Supplied data —
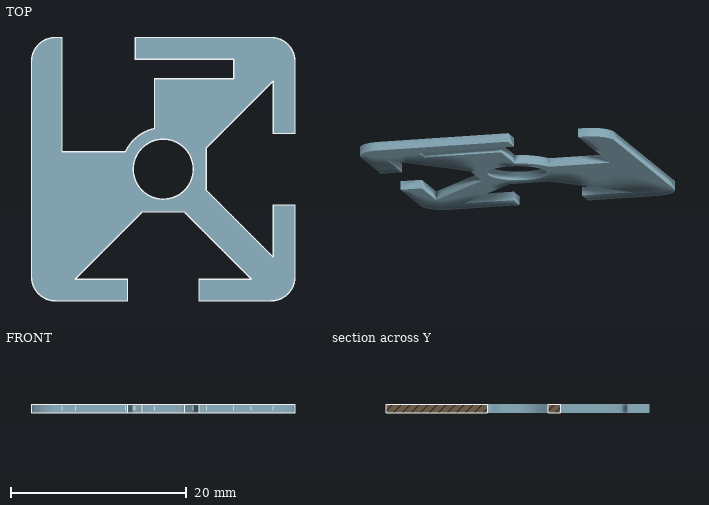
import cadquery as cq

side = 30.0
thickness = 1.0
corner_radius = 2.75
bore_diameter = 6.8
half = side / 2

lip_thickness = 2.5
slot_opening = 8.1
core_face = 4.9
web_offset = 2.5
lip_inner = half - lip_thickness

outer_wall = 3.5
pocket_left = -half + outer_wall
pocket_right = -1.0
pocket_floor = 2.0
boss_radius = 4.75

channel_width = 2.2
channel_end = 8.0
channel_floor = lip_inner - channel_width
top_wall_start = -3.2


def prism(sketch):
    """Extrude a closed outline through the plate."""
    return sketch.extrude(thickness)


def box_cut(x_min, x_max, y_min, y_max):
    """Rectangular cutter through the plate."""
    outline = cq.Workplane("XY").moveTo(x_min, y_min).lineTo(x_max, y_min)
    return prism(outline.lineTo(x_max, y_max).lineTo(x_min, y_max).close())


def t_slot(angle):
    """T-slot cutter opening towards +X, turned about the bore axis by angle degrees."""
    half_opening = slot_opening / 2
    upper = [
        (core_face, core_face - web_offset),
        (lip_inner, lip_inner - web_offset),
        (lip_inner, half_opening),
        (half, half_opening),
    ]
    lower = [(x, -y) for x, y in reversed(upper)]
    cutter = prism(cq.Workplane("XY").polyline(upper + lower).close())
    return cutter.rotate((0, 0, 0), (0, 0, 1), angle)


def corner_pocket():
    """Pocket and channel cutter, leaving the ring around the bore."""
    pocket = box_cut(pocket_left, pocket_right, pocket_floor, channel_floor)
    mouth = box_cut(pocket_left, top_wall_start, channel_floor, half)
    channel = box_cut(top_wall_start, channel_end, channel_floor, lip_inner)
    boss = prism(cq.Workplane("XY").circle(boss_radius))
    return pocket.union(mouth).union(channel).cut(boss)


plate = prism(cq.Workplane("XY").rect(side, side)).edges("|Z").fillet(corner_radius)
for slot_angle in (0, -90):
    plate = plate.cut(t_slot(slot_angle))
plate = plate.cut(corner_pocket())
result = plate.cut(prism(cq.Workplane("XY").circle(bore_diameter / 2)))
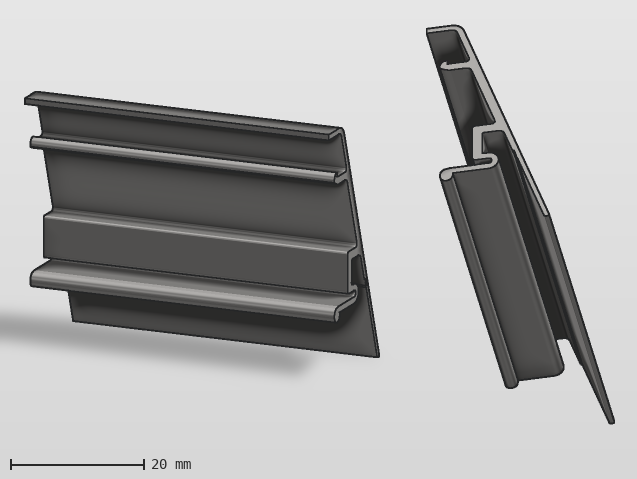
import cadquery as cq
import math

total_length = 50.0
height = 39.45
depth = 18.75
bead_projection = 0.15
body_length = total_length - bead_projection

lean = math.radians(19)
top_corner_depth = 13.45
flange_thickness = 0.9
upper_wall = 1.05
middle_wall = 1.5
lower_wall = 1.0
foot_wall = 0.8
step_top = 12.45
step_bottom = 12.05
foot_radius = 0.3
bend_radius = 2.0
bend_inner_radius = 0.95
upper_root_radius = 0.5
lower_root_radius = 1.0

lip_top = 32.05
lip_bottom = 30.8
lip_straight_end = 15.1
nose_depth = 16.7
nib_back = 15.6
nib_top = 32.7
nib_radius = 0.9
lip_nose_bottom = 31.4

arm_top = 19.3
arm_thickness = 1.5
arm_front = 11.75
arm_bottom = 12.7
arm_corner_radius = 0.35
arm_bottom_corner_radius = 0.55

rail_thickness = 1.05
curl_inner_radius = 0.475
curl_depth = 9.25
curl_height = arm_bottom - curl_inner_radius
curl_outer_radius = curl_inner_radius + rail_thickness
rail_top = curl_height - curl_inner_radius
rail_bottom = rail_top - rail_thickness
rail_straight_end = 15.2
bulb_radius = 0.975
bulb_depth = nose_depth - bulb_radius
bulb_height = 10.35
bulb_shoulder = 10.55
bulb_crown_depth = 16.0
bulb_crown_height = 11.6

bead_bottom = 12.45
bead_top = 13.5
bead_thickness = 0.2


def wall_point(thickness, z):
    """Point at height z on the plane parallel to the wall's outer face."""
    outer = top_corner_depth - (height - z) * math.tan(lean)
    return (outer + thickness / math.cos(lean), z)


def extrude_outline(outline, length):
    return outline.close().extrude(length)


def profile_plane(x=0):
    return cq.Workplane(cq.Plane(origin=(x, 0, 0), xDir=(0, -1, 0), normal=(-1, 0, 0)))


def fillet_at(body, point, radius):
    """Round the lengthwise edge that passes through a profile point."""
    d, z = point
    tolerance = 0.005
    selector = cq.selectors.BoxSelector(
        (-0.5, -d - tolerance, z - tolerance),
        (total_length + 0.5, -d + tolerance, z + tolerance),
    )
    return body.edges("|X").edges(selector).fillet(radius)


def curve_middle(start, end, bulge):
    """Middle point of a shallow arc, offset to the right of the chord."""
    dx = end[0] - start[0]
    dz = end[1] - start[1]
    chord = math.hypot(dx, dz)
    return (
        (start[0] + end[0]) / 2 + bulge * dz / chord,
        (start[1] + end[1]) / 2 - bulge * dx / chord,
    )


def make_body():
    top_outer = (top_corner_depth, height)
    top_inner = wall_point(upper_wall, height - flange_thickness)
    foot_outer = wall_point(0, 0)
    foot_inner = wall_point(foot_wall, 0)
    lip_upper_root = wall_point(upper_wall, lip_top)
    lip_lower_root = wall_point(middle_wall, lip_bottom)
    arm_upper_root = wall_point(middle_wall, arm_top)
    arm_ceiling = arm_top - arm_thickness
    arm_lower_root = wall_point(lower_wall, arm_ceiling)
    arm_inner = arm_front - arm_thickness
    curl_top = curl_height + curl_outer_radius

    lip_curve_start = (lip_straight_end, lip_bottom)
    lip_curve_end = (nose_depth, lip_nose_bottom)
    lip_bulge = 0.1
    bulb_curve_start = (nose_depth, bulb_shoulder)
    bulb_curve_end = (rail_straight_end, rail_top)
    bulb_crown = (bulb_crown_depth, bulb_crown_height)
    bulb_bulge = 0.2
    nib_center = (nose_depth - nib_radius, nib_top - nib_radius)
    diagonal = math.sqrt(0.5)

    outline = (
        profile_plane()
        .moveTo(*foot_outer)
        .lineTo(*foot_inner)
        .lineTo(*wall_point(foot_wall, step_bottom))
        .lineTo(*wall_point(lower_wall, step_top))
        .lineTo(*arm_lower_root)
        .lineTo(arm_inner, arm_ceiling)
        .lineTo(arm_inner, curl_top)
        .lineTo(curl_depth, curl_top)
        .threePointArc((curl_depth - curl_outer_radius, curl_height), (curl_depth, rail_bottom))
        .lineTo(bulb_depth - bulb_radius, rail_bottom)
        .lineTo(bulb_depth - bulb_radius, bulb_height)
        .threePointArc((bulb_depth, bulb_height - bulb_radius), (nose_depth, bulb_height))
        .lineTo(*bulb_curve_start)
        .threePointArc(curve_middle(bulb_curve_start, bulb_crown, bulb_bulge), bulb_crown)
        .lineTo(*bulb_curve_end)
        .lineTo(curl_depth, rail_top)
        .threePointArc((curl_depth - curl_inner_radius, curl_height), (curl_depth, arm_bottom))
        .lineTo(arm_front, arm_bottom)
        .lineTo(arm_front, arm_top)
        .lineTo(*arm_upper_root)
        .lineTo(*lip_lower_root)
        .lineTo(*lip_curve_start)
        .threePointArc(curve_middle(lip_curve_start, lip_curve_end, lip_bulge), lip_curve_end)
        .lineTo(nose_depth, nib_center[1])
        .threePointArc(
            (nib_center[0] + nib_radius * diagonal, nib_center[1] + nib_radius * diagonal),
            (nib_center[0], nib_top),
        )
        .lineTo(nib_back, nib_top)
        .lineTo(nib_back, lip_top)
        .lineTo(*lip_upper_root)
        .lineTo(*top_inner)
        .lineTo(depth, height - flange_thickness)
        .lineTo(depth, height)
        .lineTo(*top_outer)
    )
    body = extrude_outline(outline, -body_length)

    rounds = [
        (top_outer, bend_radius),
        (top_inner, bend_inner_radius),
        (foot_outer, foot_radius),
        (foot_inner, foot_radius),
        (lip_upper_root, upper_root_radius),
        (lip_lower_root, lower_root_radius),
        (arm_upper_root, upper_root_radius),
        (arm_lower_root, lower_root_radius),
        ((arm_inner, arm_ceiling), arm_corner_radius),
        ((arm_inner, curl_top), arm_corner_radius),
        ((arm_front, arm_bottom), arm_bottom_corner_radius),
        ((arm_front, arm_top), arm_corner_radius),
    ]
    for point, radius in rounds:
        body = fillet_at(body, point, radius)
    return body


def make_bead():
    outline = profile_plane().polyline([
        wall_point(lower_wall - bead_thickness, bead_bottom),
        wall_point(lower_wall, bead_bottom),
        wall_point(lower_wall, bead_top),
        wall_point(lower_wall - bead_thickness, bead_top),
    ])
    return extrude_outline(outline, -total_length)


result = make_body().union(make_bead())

Your objective —
Search the records for the word "circle", then list every line that has it.

Answer to the exercise —
    boss = prism(cq.Workplane("XY").circle(boss_radius))
result = plate.cut(prism(cq.Workplane("XY").circle(bore_diameter / 2)))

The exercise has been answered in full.